Nel 2016 nei giardini di Piazza Celimontana, al Celio, in occasione dei lavori della tratta T3 della Linea C della Metropolitana di Roma che collega il Colosseo a San Giovanni in Laterano, delle indagini archeologiche portano alla luce, ad una profondità di 17,57 metri (23.80 mslm), un tratto di acquedotto. E' contenuto all'interno del Pozzo 3.2 di ben 32 metri di diametro. Tutto il materiale rinvenuto all'interno è stato smontato o rimosso in quanto si tratta di un futuro pozzo di areazione. Il materiale ritrovato varia tra le più recenti cantine degli edifici popolari di fine '800, fino a tombe risalenti al IX-X sec. a.C.


L'acquedotto è realizzato in blocchi di cappellaccio ed è stato posizionato in un trincea scavata in un banco argilloso. E' alto circa 2 metri e largo 1,30 metri fuori tutto. La sezione interna tende leggermente a restringersi verso l'alto dove è chiuso da una cappuccina ottenuta con blocchi di tufo contrapposti. La pendenza dell'acquedotto risulta essere da est a ovest, di pochi centimetri perfettamente misurati in quanto in seguito alla rimozione del riempimento terroso è stato scoperto lo strato di cocciopesto che faceva fondo, in ottimo stato di conservazione. Un sottile strato di cocciopesto doveva esistere anche sulle pareti laterali, ma ve ne restano scarsissimi resti.

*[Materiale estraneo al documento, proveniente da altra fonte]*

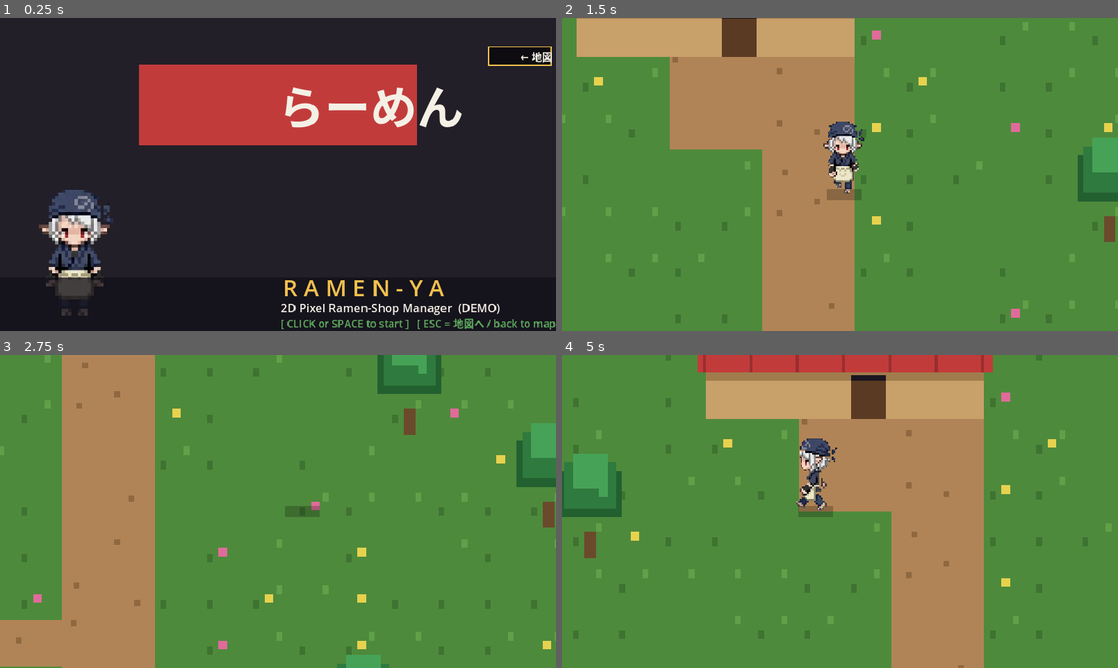
Above: before the commit, frames 1-4 (two rows, left to right).
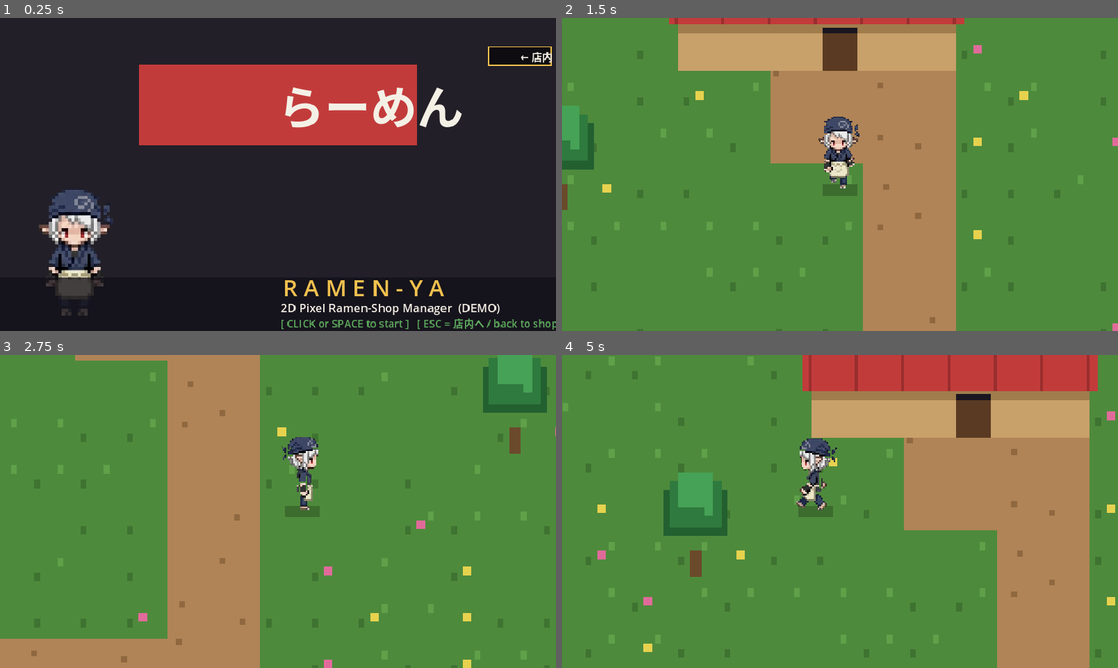
Above: after the commit, the same moments.

Repository: meloalright/ramen-ya
Game: Godot game, scene res://scenes/Main.tscn
Two runs of this game, one before a commit and one after it. Both use one fixed random seed, a clock stepped at 60 frames per second and the inputs below. This scene is started directly instead of the project's main scene.
Inputs (mouse positions are in pixels of both pictures, inside the frame that each line leads up to):
- Up to frame 1 (0.25 s): no input
- Up to frame 2 (1.5 s): tap Enter at 0.5 s; move the mouse to (962, 158) at 0.52 s; hold D 0.53-1.28 s; tap E at 0.6 s; click (962, 158) at 0.67 s; tap Space at 0.77 s; tap M at 0.8, 1.35 s; move the mouse to (728, 190) at 1.27 s; hold S from 1.28 s (still down); click (728, 190) at 1.42 s
- Up to frame 3 (2.75 s): tap Space at 1.52 s; tap R at 1.55, 2.1 s; move the mouse to (333, 442) at 2.02 s; release S at 2.03 s; hold D from 2.03 s (still down); click (333, 442) at 2.17 s; tap E at 2.3 s
- Up to frame 4 (5 s): move the mouse to (812, 574) at 2.77 s; release D at 2.78 s; hold W 2.78-3.53 s; tap E at 2.85, 4.55 s; click (812, 574) at 2.92 s; tap Space at 3.02, 3.77, 4.52 s; tap M at 3.05, 3.6 s; move the mouse to (1006, 558) at 3.52 s; hold A from 3.53 s (still down); click (1006, 558) at 3.67 s; tap R at 3.8 s; tap Escape at 4.15 s; move the mouse to (673, 464) at 4.27 s; tap Enter at 4.35 s; click (673, 464) at 4.42 s

The runs differ from the first frame. In frame 1, 0.2% of the frame differs, in the area x 81-100%, y 10-100%; in frame 2, 41%; in frame 3, 40%; in frame 4, 44%, in the area x 0-100%, y 0-100%.

Commit message:
feat: walkable shop interior with tables, chairs and a counter
Entering the shop now opens a rectangular room (scenes/Shop.tscn) you can
walk around freely instead of jumping straight into cooking:

- wooden-floor room with a back kitchen + service counter (档口) and two
  rows of dining tables & chairs (solid furniture to navigate around)
- reuses the overworld locomotion: WASD / arrows + click-or-tap to move,
  fixed camera framing the whole room
- two interaction zones: step to the COUNTER (E / tap) to start the
  cooking minigame, step to the DOOR (E / tap / ESC) to go back outside
- spawn point remembers context (door when arriving from the map,
  counter when returning from cooking)

World door now opens Shop; the cooking screen's back button + ESC/M now
return to the shop interior (relabelled 店内).

Co-Authored-By: Claude Opus 4.8 (1M context) <noreply@anthropic.com>

Diff:
--- /dev/null
+++ b/scenes/Shop.tscn
@@ -0,0 +1,8 @@
+[gd_scene load_steps=2 format=3 uid="uid://b1ramenya0shop01"]
+
+[ext_resource type="Script" path="res://scripts/Shop.gd" id="1_shop"]
+
+[node name="Shop" type="Node2D"]
+script = ExtResource("1_shop")
+
+[node name="Camera" type="Camera2D" parent="."]
--- a/scripts/Main.gd
+++ b/scripts/Main.gd
@@ -231,9 +231,9 @@
 
 
 func _handle_key(key: int) -> void:
-	# leave the shop, back to the overworld
+	# leave the counter, back to the shop interior
 	if key == KEY_ESCAPE or key == KEY_M:
-		get_tree().change_scene_to_file("res://scenes/World.tscn")
+		get_tree().change_scene_to_file("res://scenes/Shop.tscn")
 		return
 	if state == State.TITLE and (key == KEY_SPACE or key == KEY_ENTER):
 		_start_game()
@@ -242,9 +242,9 @@
 
 
 func _handle_click(p: Vector2) -> void:
-	# back-to-map button works in every state
+	# back-to-shop button works in every state
 	if BACK_RECT.has_point(p):
-		get_tree().change_scene_to_file("res://scenes/World.tscn")
+		get_tree().change_scene_to_file("res://scenes/Shop.tscn")
 		return
 	if state == State.TITLE:
 		_start_game()
@@ -401,7 +401,7 @@
 	draw_rect(Rect2(0, 224, W, 46), Color(0.07, 0.06, 0.09, 0.78))
 	_title_text("R A M E N - Y A", Vector2(244, 240), 20, COL_YELLOW)
 	_title_text("2D Pixel Ramen-Shop Manager  (DEMO)", Vector2(242, 254), 10, COL_WHITE)
-	_title_text("[ CLICK or SPACE to start ]   [ ESC = 地図へ / back to map ]", Vector2(242, 267), 9,
+	_title_text("[ CLICK or SPACE to start ]   [ ESC = 店内へ / back to shop ]", Vector2(242, 267), 9,
 		COL_GREEN if Time_blink() else COL_WHITE)
 
 
@@ -653,7 +653,7 @@
 func _draw_back_button() -> void:
 	draw_rect(BACK_RECT, Color(0, 0, 0, 0.6))
 	draw_rect(BACK_RECT, COL_YELLOW, false, 1.0)
-	_text("← 地図", Vector2(BACK_RECT.position.x + BACK_RECT.size.x / 2, BACK_RECT.position.y + 12),
+	_text("← 店内", Vector2(BACK_RECT.position.x + BACK_RECT.size.x / 2, BACK_RECT.position.y + 12),
 		9, COL_WHITE, HORIZONTAL_ALIGNMENT_CENTER)
 
 
--- /dev/null
+++ b/scripts/Shop.gd
@@ -0,0 +1,414 @@
+extends Node2D
+# =====================================================================
+#  RAMEN-YA — SHOP INTERIOR  /  店内
+#  A walkable rectangular room: wooden floor, dining tables + chairs,
+#  and a service counter (档口) along the back. Walk around freely;
+#  step up to the COUNTER to start cooking, or to the DOOR to leave.
+#
+#  Same procedural / code-drawn style as the overworld (World.gd):
+#  fixed camera framing the whole room, click/tap or WASD to move.
+# =====================================================================
+
+const TILE := 16
+const MAP_W := 24            # tiles (incl. walls)
+const MAP_H := 15
+
+enum { FLOOR, WALL, KITCHEN, COUNTER, TABLE, CHAIR, DOOR }
+
+var map: Array = []
+var counter_zone: Rect2          # floor strip right in front of the counter
+var door_cell := Vector2i(-1, -1)
+
+# remembers where to drop the player when (re)entering this scene
+static var entry := "door"       # "door" (from overworld) | "counter" (from cooking)
+
+# ---- palette --------------------------------------------------------
+const C_FLOOR    := Color("7a5230")
+const C_FLOOR_D  := Color("6a4628")
+const C_FLOOR_HI := Color("8a5f38")
+const C_WALL     := Color("3a2a1c")
+const C_WALL_HI  := Color("4d3826")
+const C_KITCHEN  := Color("4b4550")
+const C_STOVE    := Color("2a2630")
+const C_BURNER   := Color("e0792e")
+const C_COUNTER  := Color("c89b6a")
+const C_COUNTER_D:= Color("a07c4c")
+const C_TABLE    := Color("8a5a32")
+const C_TABLE_HI := Color("a76f3f")
+const C_CHAIR    := Color("5a3a22")
+const C_DOOR     := Color("c23b3b")
+const C_INK      := Color("1a1620")
+const C_WHITE    := Color("f4f0e6")
+const C_YELLOW   := Color("f2c14e")
+const C_BOWL     := Color("e7e3d8")
+
+# ---- player (shared with the overworld) -----------------------------
+var player_pos := Vector2.ZERO
+const PLAYER_SPEED := 70.0
+const PLAYER_H := 26.0
+const FEET_W := 11.0
+const FEET_H := 7.0
+var facing := 3                  # start facing up (toward the counter)
+var moving := false
+var anim_t := 0.0
+var anim_i := 0
+const STEP_SEQ := [0, 1, 0, 2]
+
+var chef_tex: Texture2D
+const CHEF_FW := 200
+const CHEF_FH := 301
+const ROW_DOWN := 0
+const ROW_SIDE := 1
+const ROW_UP := 2
+
+# ---- click / touch to move ------------------------------------------
+var move_target := Vector2.ZERO
+var has_target := false
+enum { ACT_NONE, ACT_COOK, ACT_EXIT }
+var pending := ACT_NONE
+
+# ---- interaction ----------------------------------------------------
+var near_counter := false
+var near_exit := false
+var font: Font
+var blink := 0.0
+
+@onready var cam: Camera2D = $Camera
+
+
+# =====================================================================
+func _ready() -> void:
+	font = ThemeDB.fallback_font
+	if ResourceLoader.exists("res://assets/chef_sheet.png"):
+		chef_tex = load("res://assets/chef_sheet.png")
+	_build_room()
+	# spawn point depends on how we got here
+	if entry == "counter":
+		player_pos = Vector2(MAP_W * TILE / 2.0, 5 * TILE - 2)
+		facing = 3
+	else:
+		player_pos = Vector2(door_cell.x * TILE + TILE / 2.0, (door_cell.y - 1) * TILE + 13)
+		facing = 3
+	entry = "door"              # default for the next overworld entry
+	_setup_camera()
+	set_process(true)
+
+
+func _setup_camera() -> void:
+	# frame the whole room (fixed camera, no follow)
+	var room := Vector2(MAP_W * TILE, MAP_H * TILE)
+	var vp := get_viewport_rect().size
+	var z: float = min(vp.x / room.x, vp.y / room.y) * 0.99
+	cam.zoom = Vector2(z, z)
+	cam.position_smoothing_enabled = false
+	cam.position = room / 2.0
+	cam.reset_smoothing()
+
+
+# =====================================================================
+#  ROOM LAYOUT
+# =====================================================================
+func _build_room() -> void:
+	map = []
+	for y in MAP_H:
+		var row := []
+		for x in MAP_W:
+			if x == 0 or y == 0 or x == MAP_W - 1 or y == MAP_H - 1:
+				row.append(WALL)
+			else:
+				row.append(FLOOR)
+		map.append(row)
+
+	# kitchen back-bench + counter front along the top
+	for x in range(1, MAP_W - 1):
+		map[1][x] = KITCHEN
+		map[2][x] = COUNTER
+	counter_zone = Rect2(TILE, 3 * TILE, (MAP_W - 2) * TILE, 2 * TILE)
+
+	# exit door in the bottom wall, centered
+	var dx := MAP_W / 2
+	map[MAP_H - 1][dx] = DOOR
+	door_cell = Vector2i(dx, MAP_H - 1)
+
+	# dining sets: [chair][table][table][chair], two rows
+	for ry in [7, 10]:
+		for bx in [3, 10, 17]:
+			map[ry][bx] = CHAIR
+			map[ry][bx + 1] = TABLE
+			map[ry][bx + 2] = TABLE
+			map[ry][bx + 3] = CHAIR
+
+
+# =====================================================================
+#  COLLISION
+# =====================================================================
+func _tile_at(wx: float, wy: float) -> int:
+	var tx := int(floor(wx / TILE))
+	var ty := int(floor(wy / TILE))
+	if tx < 0 or ty < 0 or tx >= MAP_W or ty >= MAP_H:
+		return WALL
+	return map[ty][tx]
+
+
+func _blocked(t: int) -> bool:
+	return t == WALL or t == KITCHEN or t == COUNTER or t == TABLE or t == CHAIR
+
+
+func _can_stand(cx: float, feet_y: float) -> bool:
+	for px in [cx - FEET_W / 2.0, cx + FEET_W / 2.0]:
+		for py in [feet_y - FEET_H, feet_y]:
+			if _blocked(_tile_at(px, py)):
+				return false
+	return true
+
+
+# =====================================================================
+#  LOOP
+# =====================================================================
+func _process(delta: float) -> void:
+	blink += delta
+
+	var dir := Vector2.ZERO
+	if Input.is_physical_key_pressed(KEY_A) or Input.is_physical_key_pressed(KEY_LEFT):
+		dir.x -= 1.0
+	if Input.is_physical_key_pressed(KEY_D) or Input.is_physical_key_pressed(KEY_RIGHT):
+		dir.x += 1.0
+	if Input.is_physical_key_pressed(KEY_W) or Input.is_physical_key_pressed(KEY_UP):
+		dir.y -= 1.0
+	if Input.is_physical_key_pressed(KEY_S) or Input.is_physical_key_pressed(KEY_DOWN):
+		dir.y += 1.0
+
+	if dir != Vector2.ZERO:
+		has_target = false
+		pending = ACT_NONE
+	elif has_target:
+		var to: Vector2 = move_target - player_pos
+		if to.length() <= 2.5:
+			has_target = false
+		else:
+			dir = to.normalized()
+
+	var prev := player_pos
+	moving = dir != Vector2.ZERO
+	if moving:
+		dir = dir.normalized()
+		if abs(dir.x) > abs(dir.y):
+			facing = 1 if dir.x < 0.0 else 2
+		else:
+			facing = 3 if dir.y < 0.0 else 0
+
+	var step := dir * PLAYER_SPEED * delta
+	if _can_stand(player_pos.x + step.x, player_pos.y):
+		player_pos.x += step.x
+	if _can_stand(player_pos.x, player_pos.y + step.y):
+		player_pos.y += step.y
+
+	if has_target and dir != Vector2.ZERO and player_pos.distance_to(prev) < 0.05:
+		has_target = false
+		pending = ACT_NONE
+
+	if moving:
+		anim_t += delta
+		if anim_t > 0.16:
+			anim_t -= 0.16
+			anim_i = (anim_i + 1) % STEP_SEQ.size()
+	else:
+		anim_i = 0
+		anim_t = 0.0
+
+	# interaction zones
+	near_counter = counter_zone.has_point(player_pos)
+	var dcenter := Vector2(door_cell.x * TILE + TILE / 2.0, door_cell.y * TILE)
+	near_exit = player_pos.distance_to(dcenter) < 24.0
+
+	# auto-trigger a pending click action on arrival
+	if pending == ACT_COOK and near_counter:
+		_cook()
+		return
+	if pending == ACT_EXIT and near_exit:
+		_exit()
+		return
+
+	queue_redraw()
+
+
+func _unhandled_input(event: InputEvent) -> void:
+	if event is InputEventKey and event.pressed and not event.echo:
+		if event.keycode == KEY_E:
+			if near_counter:
+				_cook()
+			elif near_exit:
+				_exit()
+		elif event.keycode == KEY_ESCAPE or event.keycode == KEY_M:
+			_exit()
+	elif event is InputEventMouseButton and event.pressed and event.button_index == MOUSE_BUTTON_LEFT:
+		_on_pointer(get_global_mouse_position())
+
+
+func _on_pointer(p: Vector2) -> void:
+	# tap the counter band → walk up to it and start cooking
+	if p.y < 3 * TILE and p.x > TILE and p.x < (MAP_W - 1) * TILE:
+		if near_counter:
+			_cook()
+		else:
+			move_target = Vector2(clamp(p.x, 2 * TILE, (MAP_W - 2) * TILE), 4 * TILE - 2)
+			has_target = true
+			pending = ACT_COOK
+		return
+	# tap the door → walk to it and leave
+	if door_cell.x >= 0 and Rect2(door_cell.x * TILE, (door_cell.y - 1) * TILE, TILE, TILE * 2).has_point(p):
+		if near_exit:
+			_exit()
+		else:
+			move_target = Vector2(door_cell.x * TILE + TILE / 2.0, (door_cell.y - 1) * TILE + 12)
+			has_target = true
+			pending = ACT_EXIT
+		return
+	# otherwise walk toward the tapped point
+	move_target = p
+	has_target = true
+	pending = ACT_NONE
+
+
+func _cook() -> void:
+	entry = "counter"
+	get_tree().change_scene_to_file("res://scenes/Main.tscn")
+
+
+func _exit() -> void:
+	get_tree().change_scene_to_file("res://scenes/World.tscn")
+
+
+# =====================================================================
+#  DRAWING
+# =====================================================================
+func _draw() -> void:
+	# floor + static tiles (counter/kitchen/walls/door)
+	for ty in MAP_H:
+		for tx in MAP_W:
+			_draw_ground(tx, ty)
+
+	# Y-sorted objects: furniture + player so overlaps look right
+	var objs: Array = []
+	for ty in MAP_H:
+		for tx in MAP_W:
+			var t: int = map[ty][tx]
+			if t == TABLE or t == CHAIR:
+				objs.append({"y": ty * TILE + TILE, "kind": t, "x": tx, "ty": ty})
+	objs.append({"y": player_pos.y, "kind": -1})
+	objs.sort_custom(func(a, b): return a.y < b.y)
+	for o in objs:
+		if o.kind == TABLE:
+			_draw_table(o.x, o.ty)
+		elif o.kind == CHAIR:
+			_draw_chair(o.x, o.ty)
+		else:
+			_draw_player()
+
+	# interaction prompts
+	if near_counter:
+		_draw_prompt("[E] 制作 COOK")
+	elif near_exit:
+		_draw_prompt("[E] 外へ EXIT")
+
+	if has_target:
+		_draw_target()
+
+
+func _draw_ground(tx: int, ty: int) -> void:
+	var px := tx * TILE
+	var py := ty * TILE
+	var r := Rect2(px, py, TILE, TILE)
+	var t: int = map[ty][tx]
+	match t:
+		WALL:
+			draw_rect(r, C_WALL)
+			draw_rect(Rect2(px, py, TILE, 3), C_WALL_HI)
+		KITCHEN:
+			draw_rect(r, C_KITCHEN)
+			# stove top with burners
+			draw_rect(Rect2(px + 1, py + 5, TILE - 2, TILE - 6), C_STOVE)
+			if (tx % 2) == 0:
+				draw_rect(Rect2(px + 5, py + 8, 6, 5), C_BURNER)
+		COUNTER:
+			draw_rect(r, C_COUNTER)
+			draw_rect(Rect2(px, py, TILE, 3), Color(1, 1, 1, 0.18))
+			draw_rect(Rect2(px, py + TILE - 3, TILE, 3), C_COUNTER_D)
+			# a few bowls lined up on the counter
+			if (tx % 3) == 1:
+				draw_rect(Rect2(px + 4, py + 4, 8, 5), C_BOWL)
+				draw_rect(Rect2(px + 4, py + 4, 8, 2), C_DOOR)
+		DOOR:
+			draw_rect(r, C_WALL)
+			draw_rect(Rect2(px + 2, py + 1, TILE - 4, TILE - 1), C_DOOR)
+			draw_rect(Rect2(px + 2, py + 1, TILE - 4, 4), C_INK)
+		_:
+			# wooden floor with plank lines
+			draw_rect(r, C_FLOOR)
+			draw_rect(Rect2(px, py, TILE, 1), C_FLOOR_HI)
+			draw_rect(Rect2(px, py + TILE - 1, TILE, 1), C_FLOOR_D)
+			if (tx + ty) % 2 == 0:
+				draw_rect(Rect2(px + TILE - 1, py, 1, TILE), C_FLOOR_D)
+
+
+func _draw_table(tx: int, ty: int) -> void:
+	var px := tx * TILE
+	var py := ty * TILE
+	draw_rect(Rect2(px, py + 3, TILE, TILE - 4), C_TABLE)
+	draw_rect(Rect2(px, py + 3, TILE, 3), C_TABLE_HI)
+	# a steaming bowl on the table
+	draw_rect(Rect2(px + 4, py + 6, 9, 5), C_BOWL)
+	draw_rect(Rect2(px + 4, py + 6, 9, 2), C_DOOR)
+
+
+func _draw_chair(tx: int, ty: int) -> void:
+	var px := tx * TILE
+	var py := ty * TILE
+	draw_rect(Rect2(px + 3, py + 6, TILE - 6, TILE - 8), C_CHAIR)
+	draw_rect(Rect2(px + 3, py + 4, TILE - 6, 3), C_TABLE_HI)
+
+
+func _draw_player() -> void:
+	var w := CHEF_FW / float(CHEF_FH) * PLAYER_H
+	var dst := Rect2(player_pos.x - w / 2.0, player_pos.y - PLAYER_H, w, PLAYER_H)
+	draw_rect(Rect2(player_pos.x - 6, player_pos.y - 2, 12, 4), Color(0, 0, 0, 0.22))
+	if chef_tex == null:
+		draw_rect(dst, C_YELLOW)
+		return
+	var row := ROW_DOWN
+	var flip := false
+	match facing:
+		0: row = ROW_DOWN
+		3: row = ROW_UP
+		1: row = ROW_SIDE
+		2: row = ROW_SIDE; flip = true
+	var col: int = STEP_SEQ[anim_i] if moving else 0
+	var src := Rect2(col * CHEF_FW, row * CHEF_FH, CHEF_FW, CHEF_FH)
+	if flip:
+		src.position.x += CHEF_FW
+		src.size.x = -CHEF_FW
+	draw_texture_rect_region(chef_tex, dst, src)
+
+
+func _draw_prompt(label: String) -> void:
+	if int(blink * 2.0) % 2 != 0:
+		return
+	var hx := player_pos.x
+	var hy := player_pos.y - PLAYER_H - 6
+	var fs := 8
+	var tw: float = font.get_string_size(label, HORIZONTAL_ALIGNMENT_LEFT, -1, fs).x
+	draw_rect(Rect2(hx - tw / 2.0 - 4, hy - fs, tw + 8, fs + 4), Color(0, 0, 0, 0.72))
+	_wtext(label, Vector2(hx, hy), fs, C_YELLOW, HORIZONTAL_ALIGNMENT_CENTER)
+
+
+func _draw_target() -> void:
+	var a: float = 0.4 + 0.35 * sin(blink * 8.0)
+	var col := Color(1, 1, 0.4, a)
+	draw_arc(move_target, 5.0, 0.0, TAU, 18, col, 1.2)
+	draw_line(move_target - Vector2(3, 0), move_target + Vector2(3, 0), col, 1.0)
+	draw_line(move_target - Vector2(0, 3), move_target + Vector2(0, 3), col, 1.0)
+
+
+func _wtext(s: String, pos: Vector2, size: int, col: Color, align := HORIZONTAL_ALIGNMENT_LEFT) -> void:
+	draw_string(font, pos + Vector2(0.6, 0.6), s, align, -1, size, C_INK)
+	draw_string(font, pos, s, align, -1, size, col)
--- a/scripts/World.gd
+++ b/scripts/World.gd
@@ -343,7 +343,7 @@
 
 
 func _enter_shop() -> void:
-	get_tree().change_scene_to_file("res://scenes/Main.tscn")
+	get_tree().change_scene_to_file("res://scenes/Shop.tscn")
 
 
 # =====================================================================
Not shown, changed: README.md

All'estremità nord orientale del condotto viene rinvenuta anche una vasca, che però fu obliterata al momento della costruzione dell'acquedotto e utilizzata come fondazione. Alcuni dei suoi blocchi furono riutilizzati nella costruzione dell'acquedotto. All'estremità opposta vi è invece un intervento di ammorsamento dello speco (una sorta di rinforzo) realizzato con blocchi di tufo giallo con marchio di cava noto, che indica un probabile reimpiego dei blocchi delle mura serviane. Al centro vi è un piccolo castellum per il prelievo d'acqua dal condotto, tramite un pozzo con dolium per la decantazione, ed una fistula plumbea ricoperta da blocchi di tufo forati, che arriva fino al bordo del pozzo 3.2.


La datazione delle strutture fa risalire la costruzione alla metà del III secolo a.C. quando in gioco ci sono due acquedotti funzionanti a Roma: l’Appio e l’Anio Vetus. Tuttavia non passando quest’ultimo per il Celio, il canale viene attribuito all’Appio o più probabilmente ad un suo ramo, trovandosi di fronte ad uno speco di dimensioni piuttosto contenute.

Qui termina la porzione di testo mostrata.